Little did they know what he had heard... a grave occurence in the space/time continum, that would shatter their very existence-
Mokuba growled and kicked the narrator, who ran off to cry.
Malik frowned. "Can we get back to my plan?"
"What plan?" Yugi asked.
"The plan that's going to save your sorry asses."
"I repeat, what plan?"
"Don't be a smartass, little Yugi." Malik hissed, pointing a threatening finger at Yugi.
Yami appeared. "Don't threaten him!"
"Make me, Pharaoh!"
Mokuba sighed. It would be a long week. Either that, or they'd never be able to save his brother.
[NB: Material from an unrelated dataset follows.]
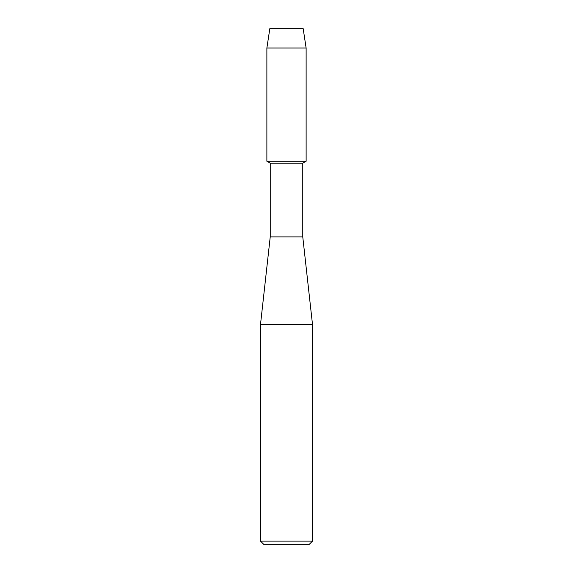 <?xml version="1.0" encoding="UTF-8"?>
<svg xmlns="http://www.w3.org/2000/svg" width="573" height="573" viewBox="0 0 573 573"><rect width="100%" height="100%" fill="white"/><g stroke="black" fill="none" stroke-linecap="round" stroke-linejoin="round"><path stroke-width="0.86" d="M303.174 28.65L269.826 28.65L303.174 28.65L306.125 48.017L306.125 161.235L286.5 161.235L306.125 161.235L302.766 163.176L302.766 236.885L312.529 324.733L312.529 541.098L260.471 541.098L263.723 544.35L309.277 544.35L312.529 541.098M302.766 236.885L270.234 236.885L270.234 163.176L302.766 163.176M270.234 236.885L260.471 324.733L312.529 324.733M269.826 28.65L266.875 48.017L266.875 161.235L286.5 161.235L266.875 161.235L270.234 163.176M266.875 48.017L306.125 48.017M260.471 324.733L260.471 541.098"/></g></svg>
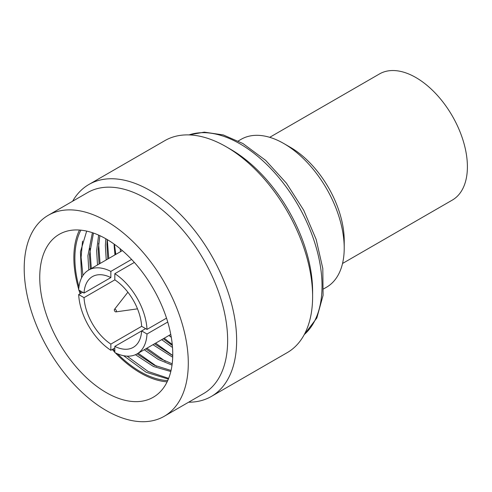 <?xml version="1.0" encoding="UTF-8"?>
<svg xmlns="http://www.w3.org/2000/svg" width="492" height="492" viewBox="0 0 492 492"><rect width="100%" height="100%" fill="white"/><g stroke="black" fill="none" stroke-linecap="round" stroke-linejoin="round"><path stroke-width="0.74" d="M238.239 140.989L241.142 139.31A85.393 49.305 60 0 1 283.835 143.541A85.393 49.305 60 0 1 344.216 248.128A85.393 49.305 60 0 1 326.528 287.217L323.631 288.89M283.835 143.541L290.323 147.286A76.217 44.003 60 0 1 344.216 240.631L344.216 248.128M114.464 309.388A1.482 0.855 -120 0 0 114.304 309.929A1.482 0.855 -120 0 0 114.845 311.301A1.482 0.855 -120 0 0 115.903 311.879A1.482 0.855 -120 0 0 116.401 311.141A1.482 0.855 -120 0 0 115.638 309.542A1.482 0.855 -120 0 0 114.464 309.388L127.243 293.017A9.471 5.467 60 0 1 127.981 292.322M137.44 308.712A9.471 5.467 60 0 1 136.469 308.994L115.903 311.879M110.854 271.393L110.854 277.568A40.848 23.585 -120 0 0 92.416 276.615A40.848 23.585 -120 0 0 84.027 293.054L78.677 289.966A48.394 27.939 -120 0 1 88.646 270.077A48.394 27.939 -120 0 1 110.854 271.393L131.585 259.419M166.524 318.146L147.003 329.412L141.653 326.325A40.848 23.585 -120 0 0 114.827 279.862L114.827 273.687L134.353 262.421M147.003 329.412A48.394 27.939 -120 0 0 114.827 273.687M82.656 292.26L78.677 294.56L84.027 297.648A40.848 23.585 -120 0 0 110.854 344.111L110.854 350.286L114.827 347.992M78.677 294.56A48.394 27.939 -120 0 0 110.854 350.286M170.767 334.425L137.04 353.896A48.394 27.939 -120 0 1 114.827 352.579L114.827 346.405A40.848 23.585 -120 0 0 133.264 347.358A40.848 23.585 -120 0 0 141.653 330.919L147.003 334.007L167.735 322.032M137.04 353.896A48.394 27.939 -120 0 0 147.003 334.007M110.854 277.568L84.027 293.054M84.027 297.648L114.833 279.862M145.632 328.625L114.827 346.405M141.653 326.325L110.854 344.111M171.296 337.358A92.496 53.4 60 0 1 168.996 335.446M120.602 251.627A92.496 53.4 60 0 1 120.091 248.675M269.708 137.323L379.486 73.941A72.834 42.048 60 0 1 435.611 93.455A72.834 42.048 60 0 1 467.4 166.751A72.834 42.048 -120 0 1 452.314 200.09L342.543 263.466M106.247 410.531A116.026 66.986 60 0 1 30.449 308.287A116.026 66.986 60 0 1 48.234 215.312A116.026 66.986 60 0 1 106.247 221.056A116.026 66.986 60 0 1 182.046 323.299A116.026 66.986 60 0 1 164.26 416.275A116.026 66.986 60 0 1 106.247 410.531M106.247 392.585A94.052 54.298 60 0 1 44.809 309.708A94.052 54.298 60 0 1 59.224 234.346A94.052 54.298 60 0 1 106.247 239.001A94.052 54.298 60 0 1 167.692 321.879A94.052 54.298 60 0 1 153.27 397.241A94.052 54.298 60 0 1 106.247 392.585M48.234 215.312L87.582 192.593A116.026 66.986 60 0 1 145.595 198.338A116.026 66.986 60 0 1 227.642 340.446A116.026 66.986 60 0 1 203.608 393.557L164.26 416.275M72.607 201.24A122.391 70.663 60 0 1 88.898 184.482A122.391 70.663 60 0 1 183.215 217.273A122.391 70.663 60 0 1 236.64 340.446A122.391 70.663 -120 0 1 211.289 396.472L287.267 352.61A122.391 70.663 -120 0 0 312.611 296.578A122.391 70.663 60 0 0 226.074 146.684A122.391 70.663 60 0 0 164.875 140.62L88.898 184.482M226.074 146.684L230.57 149.279A116.026 66.986 60 0 1 312.611 291.387L312.611 296.578M188.633 402.204A122.391 70.663 -120 0 0 211.289 396.472M79.483 230.041A94.052 54.298 -120 0 0 78.72 289.314M78.96 290.126A94.052 54.298 -120 0 0 80.091 293.742M112.262 349.474A94.052 54.298 -120 0 0 114.827 352.26M115.411 352.875A94.052 54.298 -120 0 0 140.361 372.887A94.052 54.298 -120 0 0 167.126 381.847M92.398 232.685L87.914 255.735L88.769 270.003M90.337 269.099L89.483 254.831L93.449 233.048M137.084 353.871L154.316 365.242L171.05 370.47M170.804 371.522L153.418 366.472L135.429 354.707M98.634 235.108L96.641 250.699L97.496 264.967M144.242 349.738L158.227 359.418L172.022 365.119M172.194 363.816L159.07 358.108L145.81 348.834M99.064 264.063L98.209 249.795L99.851 235.662M105.811 238.749L105.368 245.662L106.223 259.924M152.969 344.701L172.698 357.229M172.741 355.63L154.537 343.797M107.791 259.02L106.936 244.758L107.207 239.561M172.507 347.487L161.696 339.658M114.95 254.887L114.082 244.057M115.134 254.782A86.518 49.95 60 0 1 114.126 244.991M163.264 338.754L172.348 345.489M167.717 380.599A92.613 53.474 60 0 1 117.606 353.865M114.827 350.993A92.613 53.474 60 0 1 113.025 349.031M80.854 293.306A92.613 53.474 60 0 1 80.061 290.766M78.954 286.916A92.613 53.474 60 0 1 80.86 230.158M86.678 231.105L80.442 251.83L81.604 277.82M123.67 355.722L146.216 372.303L168.356 379.098M172.249 344.468L171.45 343.896A92.613 53.474 -120 0 0 172.249 344.468M114.341 244.241L115.632 254.493M168.651 378.366L148.086 371.46L127.12 356.14M82.939 275.514L81.106 257.445L82.521 241.111M156.622 366.319L138.19 353.231M91.321 268.527L89.876 248.362M165.349 361.276L146.917 348.195M100.048 263.491L98.603 243.319M172.741 355.507L155.644 343.158M108.775 258.454L107.293 239.616M114.415 244.296L115.823 254.382M164.217 338.207L171.45 343.896M189.026 134.913A116.026 66.986 60 0 1 239.985 143.842A116.026 66.986 60 0 1 313.853 239.991A116.026 66.986 60 0 1 304.284 334.548M122.373 250.6L88.646 270.077M188.836 134.906L204.309 132.151L223.288 134.931L242.95 143.547L265.68 160.392L286.442 183.208L303.712 210.238L316.153 239.401L322.801 268.478L323.09 295.311L316.836 317.986L304.191 334.714"/></g></svg>

Luckily, he was saved from thinking such thoughts by a ear-peircing, guttural wail that could only be described as one thing, and one thing only.
"Cher's greatest hits!" Joey moaned, clutching his ears. The others were rolling on the ground in agony. In fact, he was too.
"You monster!" Yami yelled to whoever was playing it, "There's a child here!"
The music stopped, and a group of robed people that looked like rare hunters stepped out from behind buildings.
"We're not rare hunters, you fool!"
Malik looked on in confusion. Of course they weren't rare hunters. they didn't have the nifty light purple embroidery. Or the gold chain. Or the glazed over eyes that resulted from smoking far too much dope.
Everyone other than him gave the narrator a strange look. Joey shook his head. "Dude... that puts new meaning to the term 'too much information'."
"Oh, shut up." Malik growled, "Who are these freaks?"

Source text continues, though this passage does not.